## EXERCISE AIM
Report the count of lines with "pptm" in the data below, and no other words.

## DATASET EXCERPTS

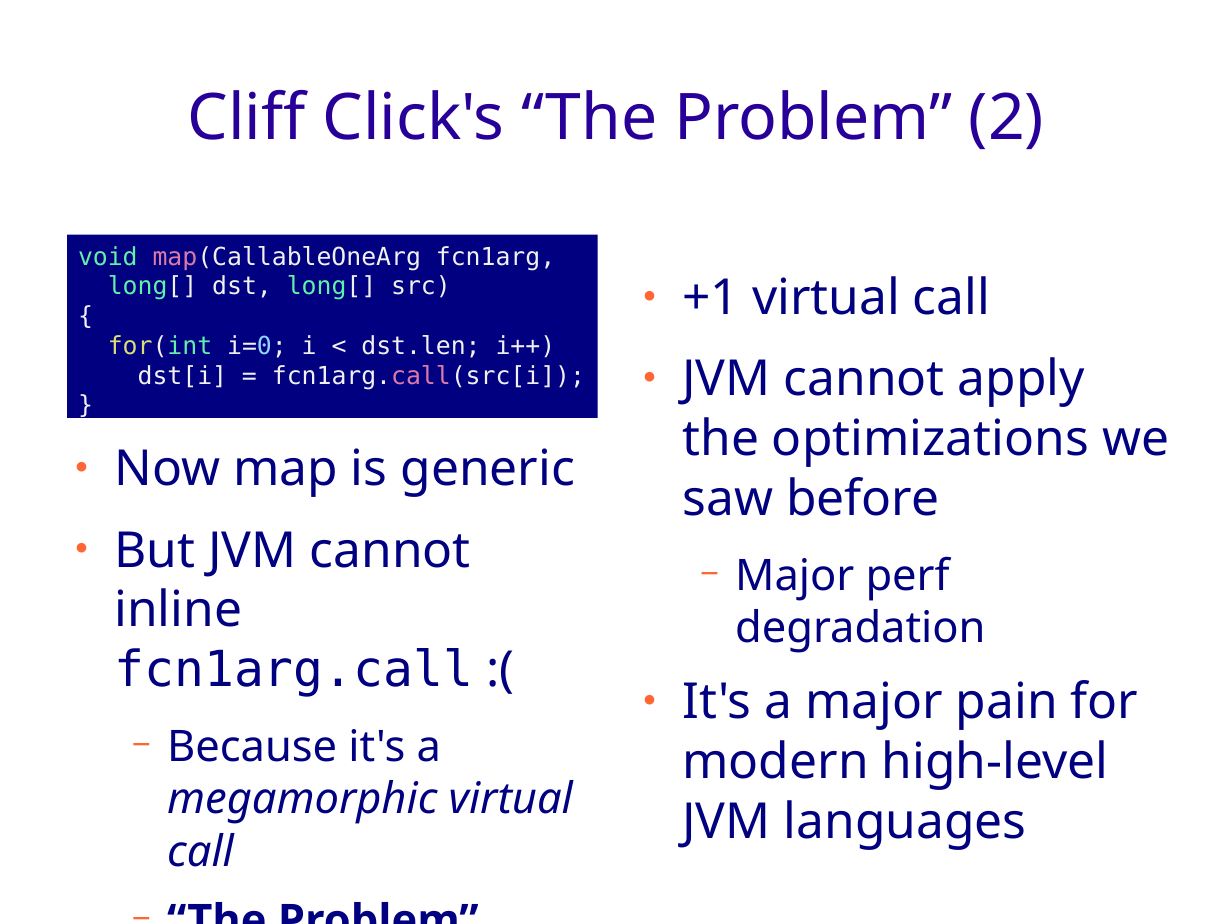
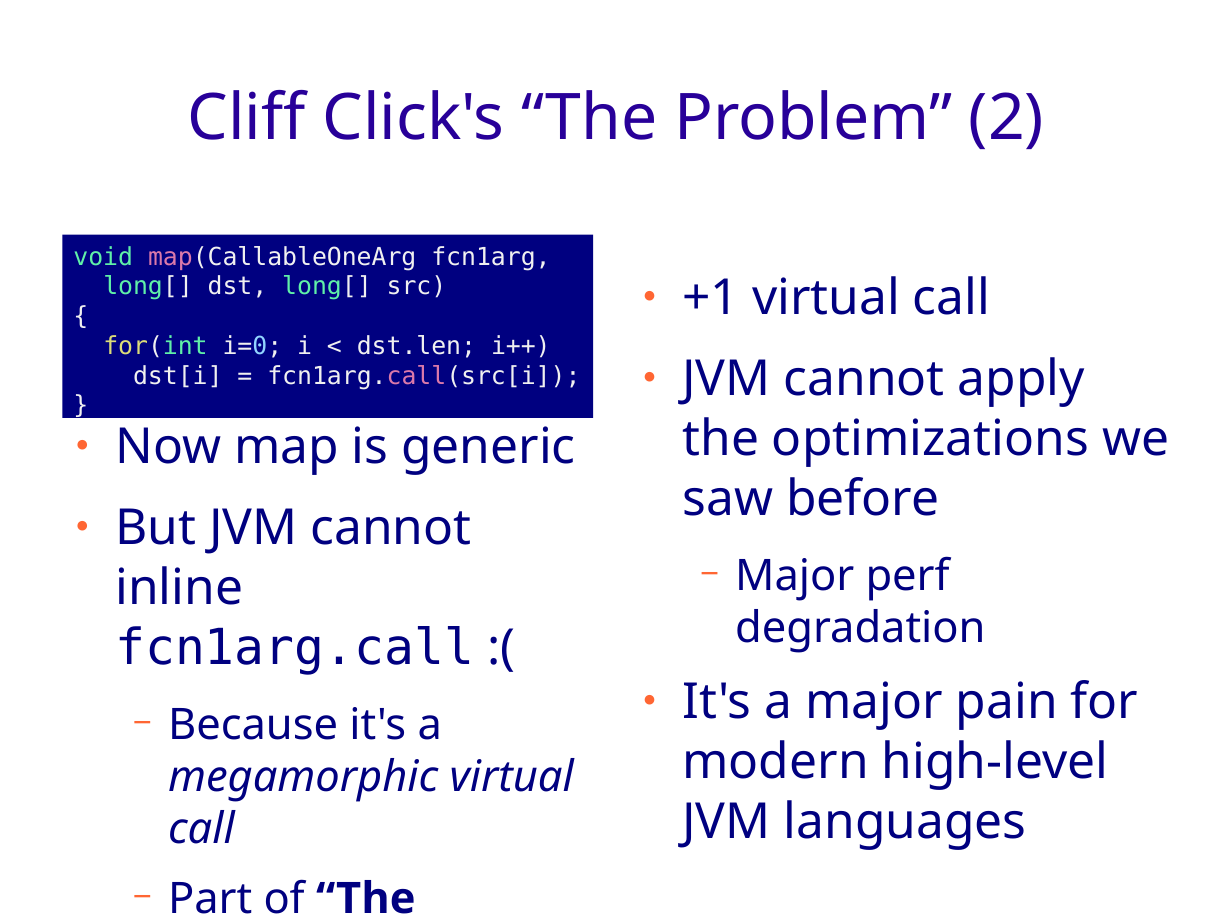
Before and after one commit to geo-kollias/msc-thesis-tex, a slide deck: slide 5 of geokollias_msc_thesis_pres.odp. Drawn at 1232x924 pixels with LibreOffice and Linux fonts; fonts in the diff are those of the drawing; background and template pictures are left out. Boxes give left, top, right and bottom in pixels: in the first picture for what was removed or moved away, otherwise in the second. Text is boxed around its words. In the diff, an @@ line names an element or a change of style, - is before the commit and + after.

```diff
--- a/geokollias_msc_thesis_pres.odp
+++ b/geokollias_msc_thesis_pres.odp
@@ rectangle "void map(CallableOneArg fcn1arg,": place and size @@
-rectangle "void map(CallableOneArg fcn1arg," at (67,235,598,418)
+rectangle "void map(CallableOneArg fcn1arg," at (63,235,594,418)
@@ text "Now map is generic": place and size @@
-text "Now map is generic" at (114,448,575,867)
+text "Now map is generic" at (115,416,575,914)
@@ text at (168,879,415,914): text changed @@
-  − “The Problem”
+  − Part of “The Problem”
```
Also in this commit, not shown: 5 other slides changed, 11 other files.
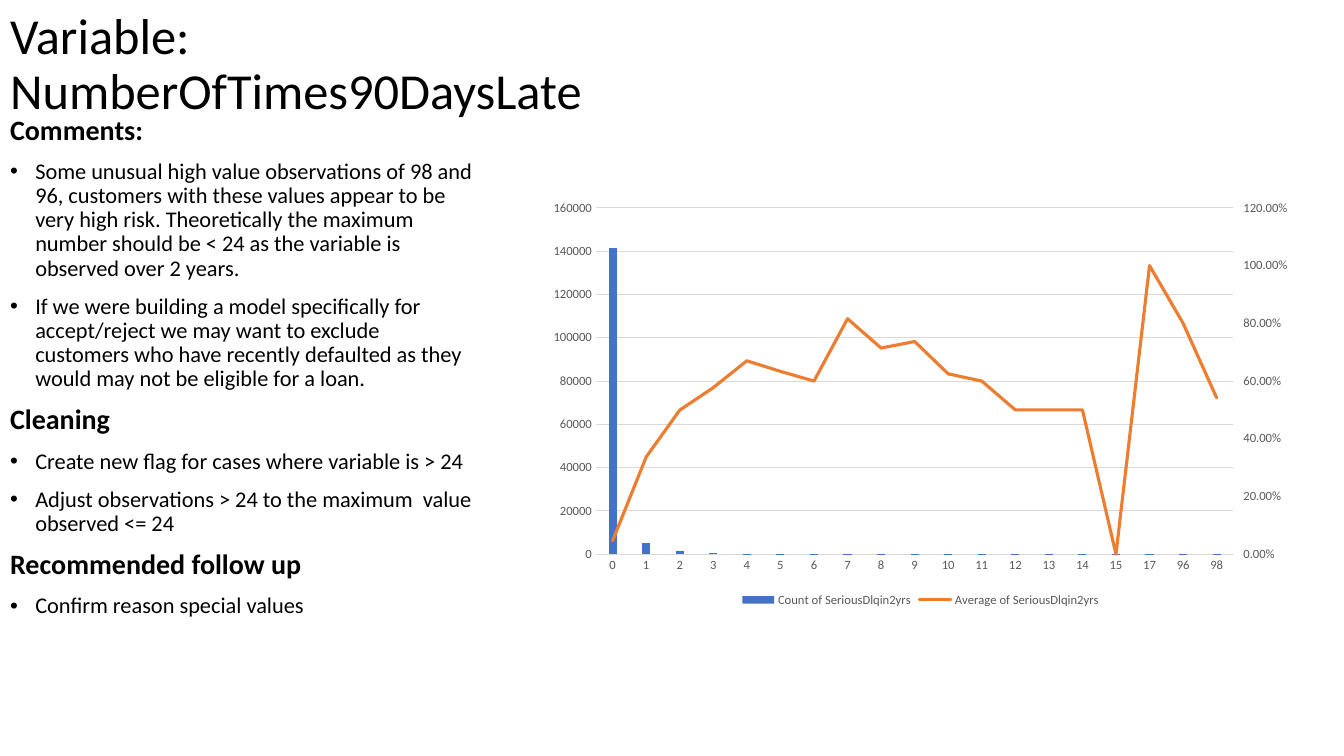
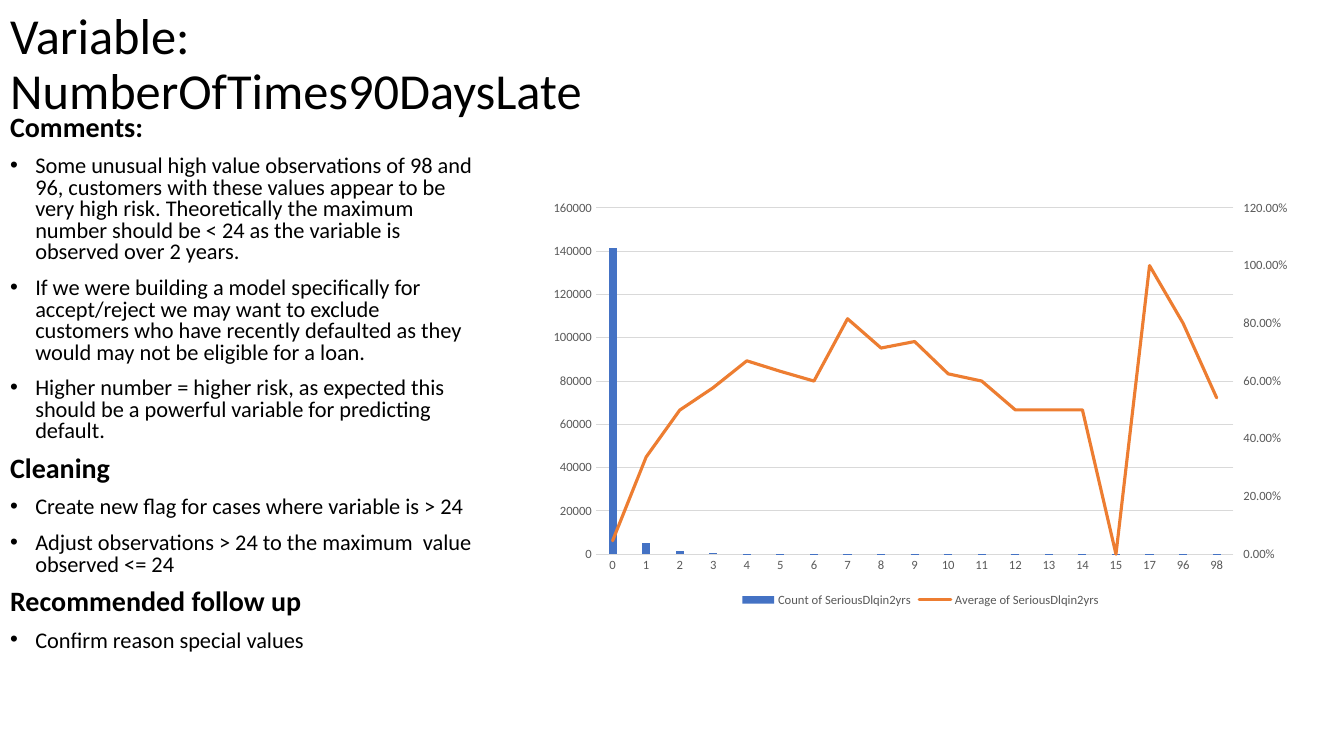
Before and after one commit to matthewjones-perth/givemesomecredit, a slide deck: slide 16 of Paidy Dataset Exercise.pptm. Drawn at 1344x756 pixels with LibreOffice and Linux fonts; fonts in the diff are those of the drawing. Boxes give left, top, right and bottom in pixels: in the first picture for what was removed or moved away, otherwise in the second. Text is boxed around its words. In the diff, an @@ line names an element or a change of style, - is before the commit and + after.

```diff
--- a/Paidy Dataset Exercise.pptm
+++ b/Paidy Dataset Exercise.pptm
@@ text at (x1=10, y1=118, x2=472, y2=652): line spacing 0.9 to 0.8 @@
@@ text at (x1=35, y1=379, x2=444, y2=438): paragraph added @@
+• Higher number = higher risk, as expected this should be a powerful variable for predicting default.
```
Also in this commit, not shown: 11 other slides changed.

## WRITTEN REPLY
3